__TRY IT__
Where the records below reach the line containing "PIN_THICKNESS = 0.2", start transcribing, and end with the line containing "BODY_LENGTH, BODY_HEIGHT, centered=upright)", exactly and with nothing else added.

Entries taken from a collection
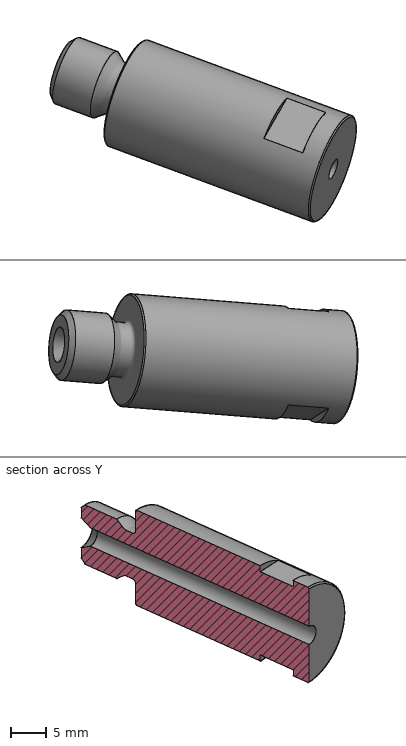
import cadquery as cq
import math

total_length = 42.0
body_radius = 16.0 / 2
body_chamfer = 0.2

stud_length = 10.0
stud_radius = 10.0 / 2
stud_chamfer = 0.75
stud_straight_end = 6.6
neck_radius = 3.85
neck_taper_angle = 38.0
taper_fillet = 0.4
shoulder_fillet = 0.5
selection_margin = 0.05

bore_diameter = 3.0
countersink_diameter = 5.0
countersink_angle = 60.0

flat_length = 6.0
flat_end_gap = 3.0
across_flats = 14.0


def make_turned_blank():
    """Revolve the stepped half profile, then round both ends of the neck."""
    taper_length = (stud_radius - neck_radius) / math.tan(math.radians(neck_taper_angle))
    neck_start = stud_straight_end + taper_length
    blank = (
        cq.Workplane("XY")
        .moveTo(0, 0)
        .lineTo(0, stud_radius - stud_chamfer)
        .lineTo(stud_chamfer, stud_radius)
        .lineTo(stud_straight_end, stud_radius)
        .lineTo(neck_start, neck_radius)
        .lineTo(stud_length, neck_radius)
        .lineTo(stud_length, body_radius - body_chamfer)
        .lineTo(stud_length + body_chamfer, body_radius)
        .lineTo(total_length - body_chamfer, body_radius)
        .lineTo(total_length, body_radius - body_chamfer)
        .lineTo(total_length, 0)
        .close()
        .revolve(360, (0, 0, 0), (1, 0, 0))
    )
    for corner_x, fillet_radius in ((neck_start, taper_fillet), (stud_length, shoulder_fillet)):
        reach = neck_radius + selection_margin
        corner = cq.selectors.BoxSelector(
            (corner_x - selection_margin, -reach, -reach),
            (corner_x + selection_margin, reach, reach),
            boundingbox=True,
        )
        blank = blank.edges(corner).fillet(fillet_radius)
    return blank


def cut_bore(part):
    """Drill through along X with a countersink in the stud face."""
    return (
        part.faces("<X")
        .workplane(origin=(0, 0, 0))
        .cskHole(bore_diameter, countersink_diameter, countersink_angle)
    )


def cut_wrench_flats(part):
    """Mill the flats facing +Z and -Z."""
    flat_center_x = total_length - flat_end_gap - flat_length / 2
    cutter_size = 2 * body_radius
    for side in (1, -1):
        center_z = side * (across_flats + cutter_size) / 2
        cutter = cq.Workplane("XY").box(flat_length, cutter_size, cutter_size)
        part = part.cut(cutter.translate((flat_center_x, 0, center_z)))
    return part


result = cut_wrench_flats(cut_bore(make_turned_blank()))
...
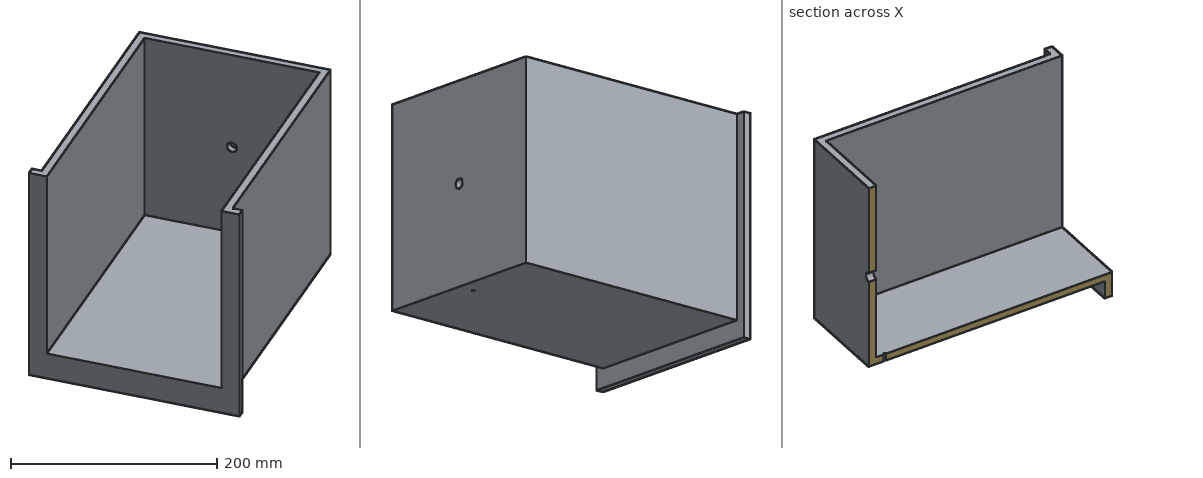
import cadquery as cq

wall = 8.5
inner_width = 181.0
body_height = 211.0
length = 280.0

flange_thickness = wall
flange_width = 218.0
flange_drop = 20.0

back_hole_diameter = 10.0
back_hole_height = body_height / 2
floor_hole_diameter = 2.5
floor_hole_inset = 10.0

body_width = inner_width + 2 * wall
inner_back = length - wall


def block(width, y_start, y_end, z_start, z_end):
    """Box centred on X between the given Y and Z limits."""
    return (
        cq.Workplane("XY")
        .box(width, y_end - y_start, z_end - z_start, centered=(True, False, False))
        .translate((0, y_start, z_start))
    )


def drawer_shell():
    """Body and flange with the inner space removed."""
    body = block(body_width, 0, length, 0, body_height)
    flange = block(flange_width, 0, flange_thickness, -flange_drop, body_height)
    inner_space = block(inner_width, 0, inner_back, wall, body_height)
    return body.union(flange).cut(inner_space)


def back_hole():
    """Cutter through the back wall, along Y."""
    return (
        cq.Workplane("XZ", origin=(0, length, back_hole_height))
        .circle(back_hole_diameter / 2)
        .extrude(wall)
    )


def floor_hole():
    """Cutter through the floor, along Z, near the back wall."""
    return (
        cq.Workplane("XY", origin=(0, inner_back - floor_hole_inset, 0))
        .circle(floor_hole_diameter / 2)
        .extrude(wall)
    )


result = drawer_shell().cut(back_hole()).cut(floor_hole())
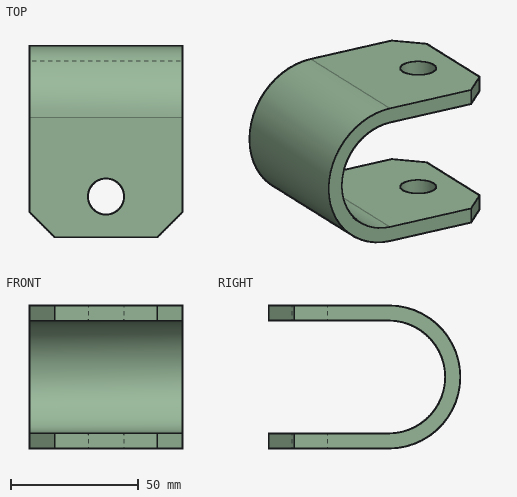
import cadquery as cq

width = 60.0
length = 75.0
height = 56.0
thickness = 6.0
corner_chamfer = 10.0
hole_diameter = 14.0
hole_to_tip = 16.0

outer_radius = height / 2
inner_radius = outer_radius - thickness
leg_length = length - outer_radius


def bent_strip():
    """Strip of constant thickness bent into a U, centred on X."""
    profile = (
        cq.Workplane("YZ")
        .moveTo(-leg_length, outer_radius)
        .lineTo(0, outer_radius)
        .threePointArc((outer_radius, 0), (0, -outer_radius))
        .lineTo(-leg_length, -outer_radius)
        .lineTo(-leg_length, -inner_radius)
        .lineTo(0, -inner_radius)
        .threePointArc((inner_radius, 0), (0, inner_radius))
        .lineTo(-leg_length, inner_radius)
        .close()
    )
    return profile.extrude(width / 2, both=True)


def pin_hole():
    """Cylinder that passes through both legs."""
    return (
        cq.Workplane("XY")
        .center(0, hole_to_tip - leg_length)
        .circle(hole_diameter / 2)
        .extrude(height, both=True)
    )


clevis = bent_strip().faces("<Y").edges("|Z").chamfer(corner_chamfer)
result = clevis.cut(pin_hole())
* * *
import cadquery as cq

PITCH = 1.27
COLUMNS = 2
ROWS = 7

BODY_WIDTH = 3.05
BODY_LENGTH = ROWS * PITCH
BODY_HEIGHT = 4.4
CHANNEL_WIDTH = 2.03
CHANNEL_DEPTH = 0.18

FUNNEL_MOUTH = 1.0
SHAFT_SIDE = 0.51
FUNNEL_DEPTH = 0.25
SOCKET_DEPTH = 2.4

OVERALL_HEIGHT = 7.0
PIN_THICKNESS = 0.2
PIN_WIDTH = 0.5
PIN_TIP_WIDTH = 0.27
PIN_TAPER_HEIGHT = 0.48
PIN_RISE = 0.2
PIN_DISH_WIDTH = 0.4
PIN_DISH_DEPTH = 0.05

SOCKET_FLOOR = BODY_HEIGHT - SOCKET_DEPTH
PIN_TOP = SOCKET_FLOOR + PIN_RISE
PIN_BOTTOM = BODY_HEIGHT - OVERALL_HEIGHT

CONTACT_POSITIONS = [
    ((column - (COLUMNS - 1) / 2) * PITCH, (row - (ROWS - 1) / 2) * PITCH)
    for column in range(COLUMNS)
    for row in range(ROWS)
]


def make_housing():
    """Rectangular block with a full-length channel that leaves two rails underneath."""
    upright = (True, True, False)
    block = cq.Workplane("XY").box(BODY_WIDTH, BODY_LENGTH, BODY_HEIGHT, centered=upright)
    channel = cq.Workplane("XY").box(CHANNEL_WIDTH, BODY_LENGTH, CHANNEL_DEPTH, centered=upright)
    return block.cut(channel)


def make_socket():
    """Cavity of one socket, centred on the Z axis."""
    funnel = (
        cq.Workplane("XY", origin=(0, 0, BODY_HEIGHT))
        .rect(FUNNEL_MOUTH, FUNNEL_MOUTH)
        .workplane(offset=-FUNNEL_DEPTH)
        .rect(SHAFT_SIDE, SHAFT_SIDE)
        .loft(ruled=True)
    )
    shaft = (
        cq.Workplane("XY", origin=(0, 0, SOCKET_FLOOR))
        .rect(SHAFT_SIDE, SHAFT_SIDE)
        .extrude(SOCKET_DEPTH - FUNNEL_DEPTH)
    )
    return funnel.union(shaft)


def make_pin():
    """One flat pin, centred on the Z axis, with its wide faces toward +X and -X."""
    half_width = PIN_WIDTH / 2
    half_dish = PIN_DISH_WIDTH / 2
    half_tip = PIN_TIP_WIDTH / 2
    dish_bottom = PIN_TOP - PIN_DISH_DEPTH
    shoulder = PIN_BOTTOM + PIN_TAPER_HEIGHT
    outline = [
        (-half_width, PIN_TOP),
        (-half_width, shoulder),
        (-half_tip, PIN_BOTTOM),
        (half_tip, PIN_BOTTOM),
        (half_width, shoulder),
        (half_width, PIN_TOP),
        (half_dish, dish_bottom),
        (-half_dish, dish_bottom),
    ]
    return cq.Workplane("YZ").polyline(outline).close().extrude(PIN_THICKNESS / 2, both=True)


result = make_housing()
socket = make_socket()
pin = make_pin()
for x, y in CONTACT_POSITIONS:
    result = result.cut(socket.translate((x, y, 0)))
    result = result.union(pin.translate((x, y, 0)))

__EXERCISE SOLUTION__
PIN_THICKNESS = 0.2
PIN_WIDTH = 0.5
PIN_TIP_WIDTH = 0.27
PIN_TAPER_HEIGHT = 0.48
PIN_RISE = 0.2
PIN_DISH_WIDTH = 0.4
PIN_DISH_DEPTH = 0.05

SOCKET_FLOOR = BODY_HEIGHT - SOCKET_DEPTH
PIN_TOP = SOCKET_FLOOR + PIN_RISE
PIN_BOTTOM = BODY_HEIGHT - OVERALL_HEIGHT

CONTACT_POSITIONS = [
    ((column - (COLUMNS - 1) / 2) * PITCH, (row - (ROWS - 1) / 2) * PITCH)
    for column in range(COLUMNS)
    for row in range(ROWS)
]


def make_housing():
    """Rectangular block with a full-length channel that leaves two rails underneath."""
    upright = (True, True, False)
    block = cq.Workplane("XY").box(BODY_WIDTH, BODY_LENGTH, BODY_HEIGHT, centered=upright)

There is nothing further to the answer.